Microchip Technology’s RGB LED reference design (part # APGRD004) shows how to create an interior ambient lighting module that controls a remote RGB LED device residing on a LIN bus, while supporting communication with a central body-control module.  Module features include:

  • Multi-color mixing from 7 to 16,383 colors
  • 1,023 levels of intensity
  • Constant voltage/ current drive
  • LIN/J2602 bus slave capability

 Additionally, Microchip’s LIN Serial Analyzer (part # APGDT001) serves as a network debug-and-analysis tool.

Summary

Over the last seven years, LIN has gained significant global interest beyond its initial roots in the European market.  Factors contributing to applications using the LIN Standard include the following:

  • LIN is a cost-effective bus concept for sub-networks in cars. LIN helps to optimize system cost and increases system efficiency.  An open serial-bus standard for cost-effective and effective communication was developed to ensure the simultaneous availability of a consistent tools concept, and appropriate software interfaces.
  • A wide availability of tools are available to support the design, development, simulation, analysis, calibration and testing of distributed networks with their associated electronic control units.
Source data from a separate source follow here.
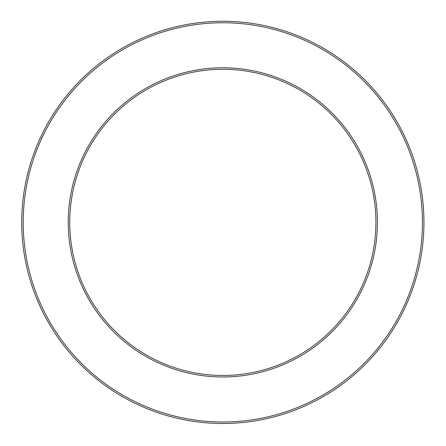 <?xml version="1.0" encoding="UTF-8"?>
<svg xmlns="http://www.w3.org/2000/svg" width="446" height="446" viewBox="0 0 446 446"><rect width="100%" height="100%" fill="white"/><g stroke="black" fill="none" stroke-linecap="round" stroke-linejoin="round"><path stroke-width="0.67" d="M186.445 372.627A154.589 154.589 0 0 0 371.133 178.762A154.589 154.589 0 0 0 110.898 115.754A154.589 154.589 0 0 0 186.445 372.627M175.852 416.391A199.613 199.613 0 0 0 414.328 166.057A199.613 199.613 0 0 0 78.295 84.695A199.613 199.613 0 0 0 175.852 416.391M175.495 417.846A201.118 201.118 0 0 0 415.772 165.633A201.118 201.118 0 0 0 77.208 83.658A201.118 201.118 0 0 0 175.495 417.846M186.802 371.167A153.09 153.09 0 0 0 369.695 179.186A153.09 153.09 0 0 0 111.985 116.785A153.09 153.09 0 0 0 186.802 371.167"/></g></svg>
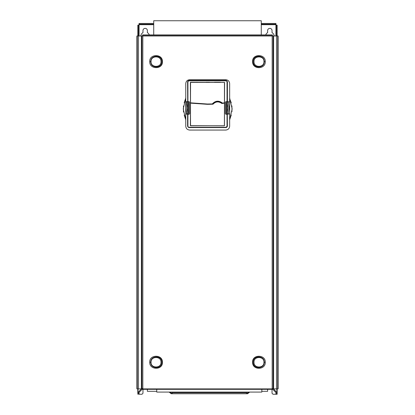 <?xml version="1.0" encoding="UTF-8"?>
<svg xmlns="http://www.w3.org/2000/svg" width="415" height="415" viewBox="0 0 415 415"><rect width="100%" height="100%" fill="white"/><g stroke="black" fill="none" stroke-linecap="round" stroke-linejoin="round"><path stroke-width="0.62" d="M227.036 102.515L227.036 113.399L226.294 113.399L226.294 102.515L227.036 102.515L227.036 81.807L226.751 81.117L226.056 80.826L188.908 80.826L188.218 81.117L187.928 81.807L187.928 101.571L188.929 101.571L189.619 102.256L188.929 101.571L187.928 101.571L186.947 107.957L187.928 102.37M226.294 113.399L227.036 113.56L228.017 107.957L227.036 102.36L228.011 107.957L227.036 113.549L227.036 126.29L226.056 127.265L188.908 127.265L188.218 126.98L187.928 126.29L187.928 113.399L188.669 113.404L188.669 102.515L187.928 102.355M226.035 114.348L225.35 113.663L225.35 102.256L226.035 101.571L227.036 101.571L226.03 101.571L225.35 102.256L225.35 113.663L226.035 114.348L227.036 114.348M187.928 114.348L188.944 114.348L189.619 113.663L189.619 102.256M190.568 82.3L224.588 82.45L224.442 125.802L190.376 125.652L190.568 82.3M190.526 125.802L190.376 82.445M187.928 113.549L186.952 107.957L187.928 113.56L188.669 113.399L188.669 102.515M187.928 113.399L187.928 102.515M209.508 82.294L205.996 82.294M197.53 82.3L195.916 82.3M220.469 82.3L214.472 82.294M221.636 103.325L221.828 103.491C218.674 101.193 215.733 101.431 212.999 104.212L207.474 104.336L190.475 103.148L190.511 125.729L224.391 125.75L224.489 103.148L221.828 103.491A6.049 6.049 -50 0 0 220.728 102.692M218.56 101.966A6.049 6.049 -50 0 0 217.673 101.908M224.458 82.429L224.458 102.832L221.901 103.169L224.458 102.832L224.458 82.429L190.511 82.429L190.511 102.832A122.098 122.098 -50 0 0 212.942 103.895A6.292 6.292 130 0 1 219.634 101.955M221.901 103.169L221.081 102.619C218.051 101.037 215.338 101.462 212.942 103.895L212.304 103.921C215.437 100.586 218.835 100.311 222.497 103.091M190.573 125.75L224.391 125.75L224.489 103.148M190.511 102.832L207.479 104.015L212.304 103.921M229.656 98.044L229.656 83.623C229.433 81.257 228.131 79.955 225.744 79.716L189.671 79.716C187.295 79.945 185.993 81.247 185.759 83.623L185.759 98.044L183.259 108.912L185.759 119.8L185.759 126.155C185.982 128.52 187.284 129.822 189.671 130.061L225.744 130.061C228.12 129.833 229.422 128.531 229.656 126.155L229.656 98.044L230.045 99.75L229.656 98.044M141.385 271.011L141.385 386.183M141.873 388.897L141.873 35.965L136.888 35.965L136.888 388.897L273.127 388.897L273.127 35.965L273.615 35.965L141.873 35.965L142.61 35.965L142.61 35.685L272.39 35.685L272.39 34.896L142.61 34.896L142.61 35.685M162.395 362.259C162.991 370.258 149.307 370.258 149.748 362.259C149.177 354.296 162.872 354.218 162.395 362.259L161.798 362.259C161.933 369.62 150.277 369.028 150.775 362.259C150.277 355.489 161.933 354.892 161.798 362.259M162.395 61.628C162.991 69.632 149.307 69.627 149.748 61.628C149.177 53.67 162.872 53.587 162.395 61.628L161.798 61.628C161.933 68.994 150.277 68.397 150.775 61.628C150.277 54.858 161.933 54.261 161.798 61.628M265.252 61.628C265.776 69.424 252.33 69.902 252.605 61.628C252.009 53.628 265.699 53.623 265.252 61.628L264.225 61.628C264.723 68.397 253.067 68.994 253.202 61.628C253.067 54.261 264.723 54.858 264.225 61.628M231.259 114.997L229.656 119.8L232.156 108.932L230.045 99.75M265.252 362.259C265.776 370.056 252.33 370.533 252.605 362.259C252.009 354.26 265.699 354.254 265.252 362.259L264.225 362.259C264.723 369.028 253.067 369.62 253.202 362.259C253.067 354.892 264.723 355.489 264.225 362.259M141.873 384.71L141.873 386.23M141.873 383.024L141.873 382.049M141.873 364.484L141.873 362.964M141.873 361.278L141.873 360.303M141.873 60.652L141.873 59.672M141.873 63.853L141.873 62.338M141.873 46.625L141.873 46.138M267.628 388.897L147.372 388.897M273.127 35.965L273.127 388.897L273.127 35.965L273.127 388.897L278.112 388.897L278.112 35.965L273.615 35.965L273.615 388.897M276.276 35.965L272.39 35.939M138.724 35.965L142.61 35.939M138.574 35.965L137.842 35.939M276.374 35.965L276.385 25.154L277.158 25.185L277.158 35.939L276.426 35.965M273.127 43.964L273.127 42.449L273.127 43.964M273.127 46.625L273.127 45.65L273.127 46.625M273.127 46.138L273.127 45.65L273.127 46.138M273.127 60.159L273.127 60.917L273.127 60.159M273.127 63.096L273.127 63.853L273.127 63.096M273.127 360.791L273.127 361.548L273.127 360.791M273.127 363.722L273.127 364.484L273.127 363.722M273.127 382.049L273.127 383.024L273.127 382.049M273.127 384.71L273.127 386.23L273.127 384.71M272.39 35.965L272.39 35.685M142.376 388.58L142.018 389.446L138.662 392.808L138.517 394.203L141.997 394.25L142.973 393.275L142.973 389.327L142.973 393.275L141.997 394.25L138.517 394.203M153.726 23.473L139.061 23.473L139.061 24.693L138.537 25.154L138.522 35.939M138.543 33.47L138.543 28.334L138.543 33.47M138.143 388.897L137.785 394.203M138.537 25.154L137.806 25.154L137.79 35.965M138.143 392.289L141.645 388.58M273.003 394.25L277.158 394.25L273.003 394.25L272.027 393.27L272.027 389.327M267.623 391.319L267.623 389.327L267.628 391.319L261.834 391.319L267.628 391.319M147.372 391.319L156.735 391.319L147.372 391.319L147.372 389.327M274.196 35.939A4.399 4.399 -50 0 0 272.027 32.619L272.027 30.56A2.2 2.2 -50 0 0 268.894 28.568A2.2 2.2 -50 0 0 267.628 30.56L267.628 32.619A4.399 4.399 -50 0 0 265.704 34.896A4.399 4.399 130 0 1 267.628 32.619L267.628 30.56A2.2 2.2 130 0 1 271.239 28.874M149.296 34.896A4.399 4.399 -50 0 0 147.372 32.619L147.372 30.56A2.2 2.2 -50 0 0 144.244 28.568A2.2 2.2 -50 0 0 142.973 30.56L142.973 32.619A4.399 4.399 -50 0 0 140.804 35.939A4.399 4.399 130 0 1 142.973 32.619L142.973 30.56A2.2 2.2 130 0 1 146.588 28.874M276.426 25.185L275.933 24.693L275.933 23.468L275.939 24.698L276.426 25.185L275.933 24.693L261.268 24.693M139.061 24.205L153.726 24.205L139.061 24.205M261.268 24.205L275.933 24.205L261.268 24.205M275.933 23.468L261.268 23.468M147.372 32.619L147.372 32.619A4.399 4.399 130 0 1 147.999 33.055M272.027 32.619L272.027 32.619A4.399 4.399 130 0 1 272.655 33.055M272.505 388.58L272.863 389.446L276.224 392.808L276.369 394.203M277.127 35.939L277.121 25.154M277.101 394.203L276.743 388.897M273.236 388.58L276.743 392.289M156.735 389.327L156.735 392.082L261.834 392.082L261.834 389.327M169.792 392.082L169.792 392.611L169.113 392.082M249.706 392.082L247.568 393.731L247.553 392.969L246.448 392.756L172.365 392.756L171.317 393.01L171.302 393.747L171.26 392.969L170.041 392.082M169.792 392.611L171.245 393.731M171.302 393.747L247.511 393.747L247.496 393.01L247.511 393.747L171.286 393.747L247.568 393.731M246.448 393.487L246.448 392.756M172.365 393.487L172.365 392.756M248.772 392.082L247.553 392.969M249.016 392.082L249.016 392.611M151.044 362.259C150.619 368.51 161.451 368.556 160.968 362.259C161.357 355.92 150.692 355.992 151.044 362.259M151.044 61.628C150.619 67.878 161.451 67.925 160.968 61.628C161.357 55.294 150.692 55.361 151.044 61.628M254.032 61.628C253.643 67.961 264.308 67.894 263.956 61.628C264.381 55.377 253.549 55.33 254.032 61.628M184.167 102.816L185.759 98.044L185.759 119.8L184.187 115.09M183.466 105.991L183.487 112.003M231.975 111.64L231.933 105.877M231.259 102.858L230.237 100.155M254.032 362.259C253.643 368.593 264.308 368.525 263.956 362.259C264.381 356.008 253.549 355.956 254.032 362.259M142.122 389.327L272.759 389.327M187.85 81.771L188.939 80.443L226.061 80.443L227.249 81.771A1.172 1.172 0 0 0 226.082 80.598L226.076 80.65M227.296 112.792L227.301 126.253L226.061 127.576L227.404 126.253L227.301 114.13L229.573 114.032M226.061 127.576L188.939 127.581L187.596 126.253L188.939 127.576M188.939 80.443L187.596 81.771L187.704 101.717L185.759 101.815L187.601 101.815M229.656 102.012L227.296 101.717L227.301 81.771L226.076 80.541L188.924 80.598A1.172 1.172 0 0 0 187.751 81.802L187.751 102.884M187.751 81.802A1.172 1.172 0 0 1 188.924 80.598L226.061 80.443M187.658 114.047L185.759 114.032L187.699 114.13L187.751 126.253A1.172 1.172 0 0 0 188.924 127.426L226.076 127.426A1.172 1.172 0 0 0 227.249 126.253L227.249 112.937L227.192 126.253M227.301 101.717L227.296 103.128M188.924 127.327L188.924 127.426A1.172 1.172 0 0 1 187.751 126.253L187.751 125.418M187.704 114.13L187.704 112.901M187.704 103.013L187.596 81.771M228.198 102.012L229.204 107.921L228.198 113.835L227.783 114.032M229.573 101.815L227.404 101.717L227.404 81.771M187.217 114.032L185.759 113.835M186.802 113.835L185.796 107.921L186.802 102.012L187.217 101.815M261.268 34.896L261.268 20.75L153.726 20.75L153.726 34.896M272.178 35.965L272.178 388.897M142.827 35.965L142.827 388.897M141.385 388.897L141.385 35.965M138.496 35.965L138.496 388.897M137.292 388.897L137.292 35.965M277.708 35.965L277.708 388.897M276.504 388.897L276.504 35.965M138.574 394.25L138.574 392.917M138.574 35.939L138.574 25.185M153.726 24.693L139.061 24.693L139.061 35.939M139.061 392.403L139.061 394.25M137.785 393.15L137.785 388.897L137.785 393.15M275.933 394.25L275.933 392.517M275.933 35.939L275.939 24.698M277.101 388.897L277.101 393.15M277.158 394.25L277.158 388.897L277.158 394.25M149.748 362.259L150.775 362.259M149.748 61.628L150.775 61.628M252.605 61.628L253.202 61.628M252.605 362.259L253.202 362.259M185.759 114.13L187.596 114.13L187.596 126.253M185.759 101.717L187.699 101.717M227.15 81.771L227.249 81.771A1.172 1.172 0 0 0 226.082 80.598L189.562 80.598M227.404 126.253L227.228 126.253A1.172 1.172 0 0 1 226.076 127.426L226.076 127.327M226.076 80.697L226.533 80.686M227.15 126.253L227.15 126.72M188.467 127.332L188.924 127.374M229.656 113.835L228.198 113.835M186.802 102.012L185.759 102.012M277.158 35.939L277.158 25.185M247.511 393.747L247.496 393.135M187.751 81.771L187.751 102.873"/></g></svg>
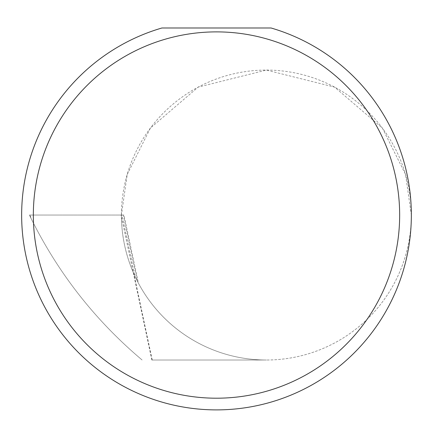 <?xml version="1.0" encoding="UTF-8"?>
<svg xmlns="http://www.w3.org/2000/svg" width="433" height="433" viewBox="0 0 433 433"><rect width="100%" height="100%" fill="white"/><g stroke="black" fill="none" stroke-linecap="round" stroke-linejoin="round"><path stroke-width="0.32" stroke-dasharray="2.17 1.62" d="M123.925 215.044L123.373 215.044L137.467 281.353L138.398 283.133L134.982 276.286L121.965 215.044L123.925 215.044L138.398 283.133M137.467 281.353C126.853 260.525 121.5 238.421 121.413 215.044L127.21 174.456L150.408 128.065L198.162 87.13L266.382 70.076L334.601 87.13L382.355 128.065L405.553 174.456L411.35 215.044A144.968 144.968 0 0 0 266.382 70.076A144.968 144.968 0 0 0 121.413 215.044A144.968 144.968 0 0 0 266.382 360.012A144.968 144.968 0 0 0 411.35 215.049A194.85 194.85 0 0 1 216.5 409.894A194.85 194.85 0 0 1 161.942 27.988L271.058 27.988A194.85 194.85 0 0 1 411.35 215.044A144.968 144.968 0 0 1 266.382 360.012L151.848 360.012L121.034 215.044L30.213 215.044L121.965 215.044M152.227 360.012L133.949 274.008A144.968 144.968 0 0 0 266.382 360.012L151.848 360.012M123.373 215.044L121.034 215.044M30.819 217.907C58.038 273.017 95.141 320.388 142.127 360.012C95.141 320.388 58.038 273.017 30.819 217.907L29.428 215.044L30.213 215.044L29.428 215.044L30.819 217.907L30.213 215.044L30.819 217.907M133.949 274.008L134.982 276.286"/><path stroke-width="0.65" d="M399.659 215.044A183.159 183.159 0 0 0 216.5 31.885A183.159 183.159 0 0 0 33.341 215.044A183.159 183.159 0 0 0 216.5 398.203A183.159 183.159 0 0 0 399.659 215.044M271.058 27.988A194.85 194.85 0 0 1 216.5 409.894A194.85 194.85 0 0 1 161.942 27.988L271.058 27.988"/></g></svg>
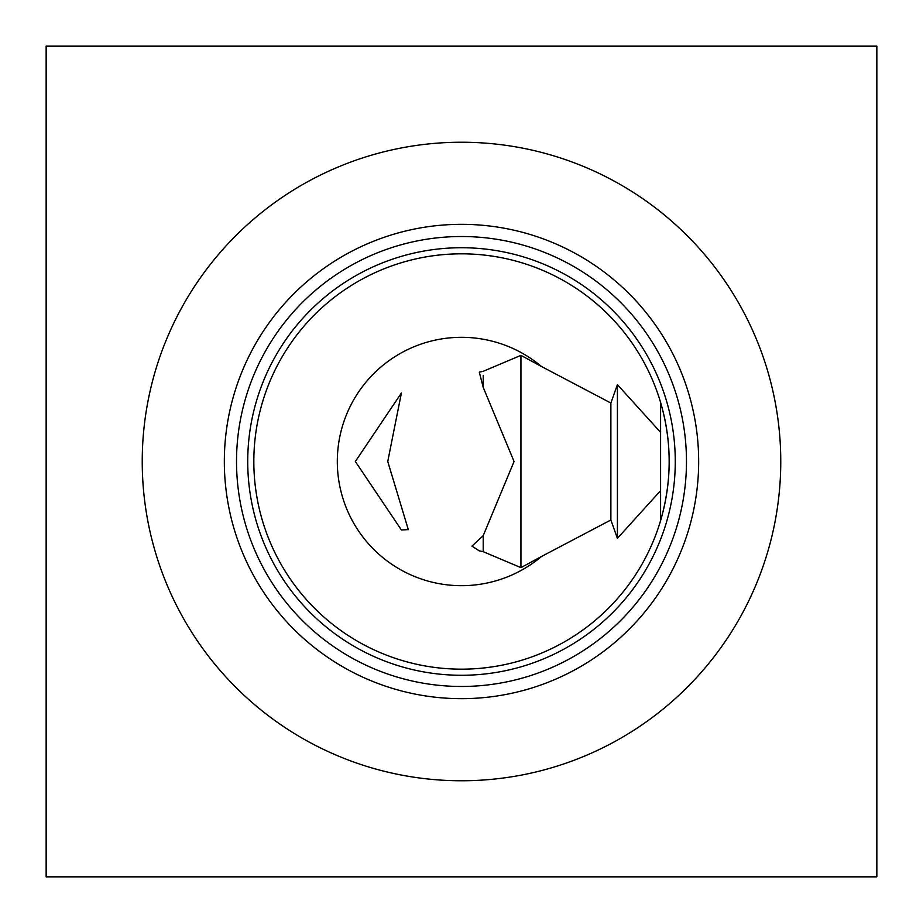 <?xml version="1.0" encoding="UTF-8"?>
<svg xmlns="http://www.w3.org/2000/svg" width="923" height="923" viewBox="0 0 923 923"><rect width="100%" height="100%" fill="white"/><g stroke="black" fill="none" stroke-linecap="round" stroke-linejoin="round"><path stroke-width="1.38" d="M876.85 46.15L876.85 876.85L46.15 876.85L46.15 46.15L876.85 46.15M483.214 387.36L479.302 372.142L483.214 371.311L520.941 355.355L541.524 366.535A124.19 124.19 0 0 0 344.844 504.096A124.19 124.19 0 0 0 541.524 556.465L520.941 567.645L483.214 551.689L483.214 535.64L514.065 461.5L483.214 387.36L483.214 375.523M520.941 567.645L520.941 355.355M541.524 556.465L610.876 519.972L610.876 403.028L541.524 366.535M483.214 551.689L479.302 550.858L471.976 546.139L483.214 535.64M387.752 461.5L408.312 529.617L401.401 529.975L355.343 461.5L401.401 393.025L387.752 461.5M660.591 432.356L660.591 490.644L617.406 538.374L617.406 384.626L660.591 432.356L660.591 402.405C672.013 441.805 672.013 481.195 660.591 520.595L660.591 490.644L660.591 520.595M610.876 403.028L617.406 384.626M617.406 538.374L610.876 519.972M461.5 253.825A207.675 207.675 0 0 1 641.347 565.337A207.675 207.675 0 0 1 281.653 565.337A207.675 207.675 0 0 1 461.5 253.825M461.5 247.733A213.767 213.767 0 0 0 276.369 568.383A213.767 213.767 0 0 0 646.631 568.383A213.767 213.767 0 0 0 461.5 247.733M461.5 236.519A224.981 224.981 0 0 1 656.334 573.991A224.981 224.981 0 0 1 266.666 573.991A224.981 224.981 0 0 1 461.5 236.519M461.5 224.335A237.165 237.165 0 0 0 256.109 580.082A237.165 237.165 0 0 0 666.891 580.082A237.165 237.165 0 0 0 461.5 224.335M461.5 142.234A319.266 319.266 0 0 1 780.766 461.5A319.266 319.266 0 0 1 461.5 780.766A319.266 319.266 0 0 1 142.234 461.5A319.266 319.266 0 0 1 461.5 142.234"/></g></svg>

 LIN advances basic networking capabilities to subsystems that have historically been considered uneconomical for smart actuators and controls.  LIN complements the existing portfolio of automotive multiplex networks, led by CAN.  Successfully addressing the needs for lower-cost systems supports the continued expansion of LIN nodes within the vehicle.

 Additional information about the LIN Standard is available at http://www.lin-subbus.org,  and at Microchip’s online Automotive Design Center: http://www.microchip.com/automotive.

Willie Fitzgerald is the Director of Product Marketing for the Automotive Products Group at Microchip Technology Inc. He has been with Microchip since April 1994, when he joined the Company as the North America PIC® Microcontroller Product Marketing Manager. Currently, Fitzgerald is responsible for the global automotive marketing strategy. He has over 20 years of industry experience in embedded solutions for automotive applications.

Fitzgerald holds a BS in electrical engineering from Texas A&M University, College Station, Texas and a MBA with a marketing concentration from the University of Houston, Houston, Texas.